A new plug-and-play multi-Organ chip has been developed

A new plug-and-play multi-Organ chip has been developed ...

Engineered tissues have become a critical component for determining diseases and developing the effectiveness and safety of drugs in a human context. Several engineered tissues have, however, been used to develop physiological interactions that are consistent with the individual human tissues. Rather, each individual individual organ structure requires a mix of tissue elements to provide additional physiological communication.

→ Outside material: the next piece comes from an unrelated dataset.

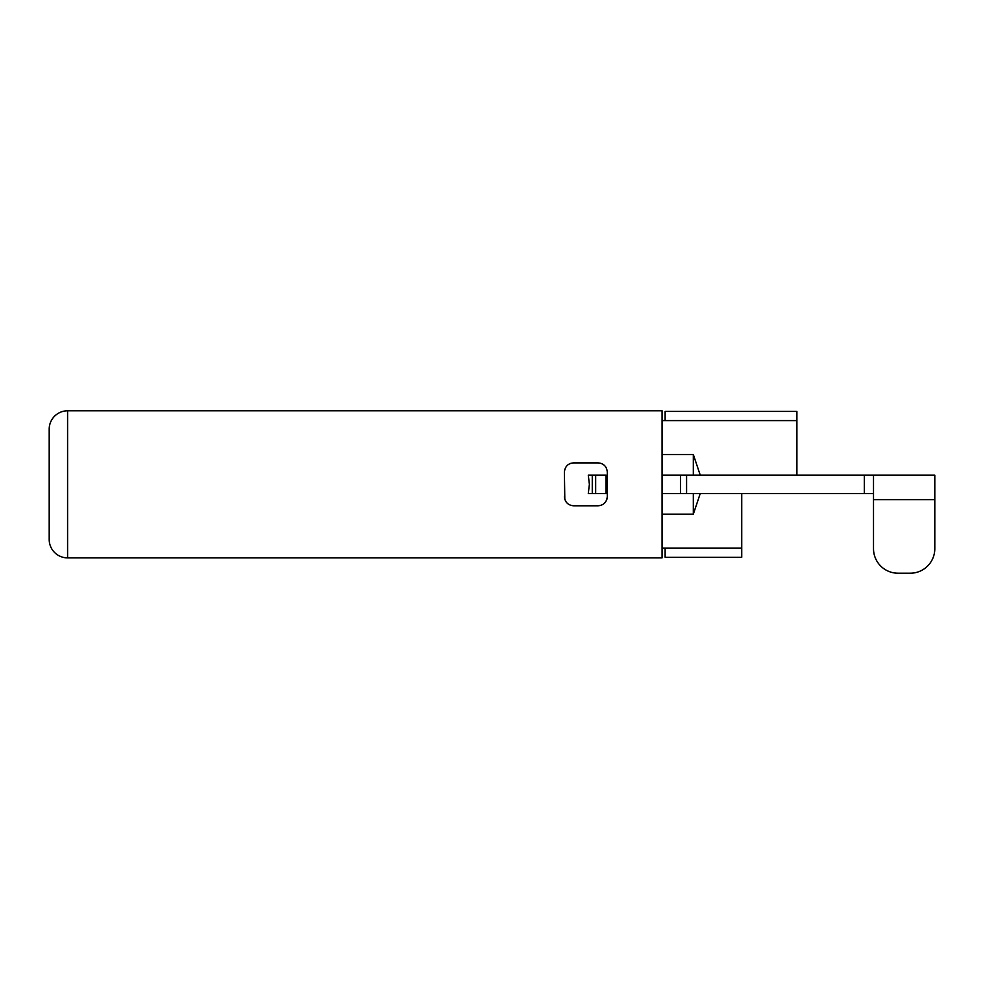 <?xml version="1.0" encoding="UTF-8"?>
<svg xmlns="http://www.w3.org/2000/svg" width="984" height="984" viewBox="0 0 984 984"><rect width="100%" height="100%" fill="white"/><g stroke="black" fill="none" stroke-linecap="round" stroke-linejoin="round"><path stroke-width="1.48" d="M49.2 429.196L49.2 429.184A18.389 18.389 0 0 1 67.588 410.795L662.072 410.795L662.072 557.879L67.588 557.879A18.389 18.389 0 0 1 49.2 539.503L49.2 429.196M49.2 539.478L49.2 484.337M564.668 498.814L564.398 496.6C564.988 502.221 568.051 505.284 573.586 505.788L598.1 505.788C603.61 505.321 606.673 502.258 607.3 496.6L607.3 472.086C606.71 466.465 603.647 463.402 598.1 462.886L573.586 462.886C568.076 463.353 565.013 466.416 564.398 472.086L564.804 499.294M606.341 468.003L605.504 466.625M600.904 463.329L598.1 462.886M573.586 462.886L570.806 463.316M564.816 469.319L564.398 472.086M565.357 500.696L566.181 502.049M570.794 505.358L573.586 505.788M598.1 505.788L600.892 505.358M606.87 499.355L607.3 496.6M589.391 484.337L588.284 493.537L606.07 493.537L606.07 475.149L588.284 475.149L589.391 484.337M592.27 493.537L592.27 475.149M741.739 493.537L741.739 548.076L662.072 548.076M662.072 514.177L693.326 514.177L700.239 493.537M662.072 493.537L864.321 493.537L864.321 475.149L934.8 475.149L934.8 548.691A24.514 24.514 0 0 1 910.286 573.205L898.023 573.205A24.514 24.514 0 0 1 873.509 548.691L873.509 475.149M693.326 514.177L693.326 493.537M864.321 475.149L662.072 475.149M680.461 475.149L680.461 493.537L680.461 475.149L670.424 475.149M700.239 475.149L693.326 454.497L662.072 454.497M693.326 454.497L693.326 475.149M796.905 475.149L796.905 411.41L665.135 411.41L665.135 420.599M662.072 420.599L796.905 420.599M934.8 548.691L934.8 499.663L873.509 499.663L873.509 548.691M873.509 493.537L864.321 493.537M910.286 573.205L898.023 573.205M741.739 548.076L741.739 557.276L665.135 557.276L665.135 548.076M67.588 410.795L67.588 557.879M595.664 475.149L595.664 493.537M686.586 475.149L686.586 493.537"/></g></svg>

A novel plug-and-play multi-organ chip that is customized to the patient

a team of researchers fromColumbia EngineeringandColumbia University Irving Medical Center claims that they have developed a human physiology model in the form of a microscope slide that allows the patient to recapitulate interdependent organ functions. Because disease progression and responses to treatment vary greatly from one person to another, such a chip will eventually assist personalized therapy for each patient. Thestudy is the cover story of the April 2022 issue ofNature Biomedical Engineering.

This is a significant achievement for usweve spent ten years designing and experimenting with unnumerable fantastic ideas, and now we have developed this platform that effectively identifies the biology of organ interactions in the body, according to the project leader.

Inspired by the human body

The researchers formulated a human tissue-chip system in which they linked mature heart, liver, bone, and skin tissue structures, allowing interdependent organs to communicate as they do in the human body. These tissues have distinctly different embryonic origins, structural and functional properties, and are adversely affected by cancer treatment medications.

While maintaining tissue integrity, Kacey Ronaldson-Bouchard, the research head and an associate researcher at Vunjak-NovakovicsLaboratory for Stem Cells and Tissue Engineering, believes this is because we focus on using patient-derived tissue models. Because we prefer to use patient-derived tissue approaches, we must individually mature each tissue so that it functions in an individual way, mimicking responses seen in the patient. So, we chose to maintain each individual tissue niche that is required to maintain its biological

The utilization of optimizing tissue modules can last for more than a month.

By a selectively permeable endothelial barrier, the group created tissue modules that separated them from the common vascular flow. These monocytes were also introduced into the vascular circulation, causing tumors to flourish. This helps the researchers in identifying tissue responses to injury, illness, and therapeutic goals.

All tissues were collected from a small sample of blood using iPSC, in order to demonstrate the capability for individual patient-specific research. And, to prove the model can be used for long-term experiments, the team maintained the tissues, which had already been grown and matured for four to six weeks, for another four weeks.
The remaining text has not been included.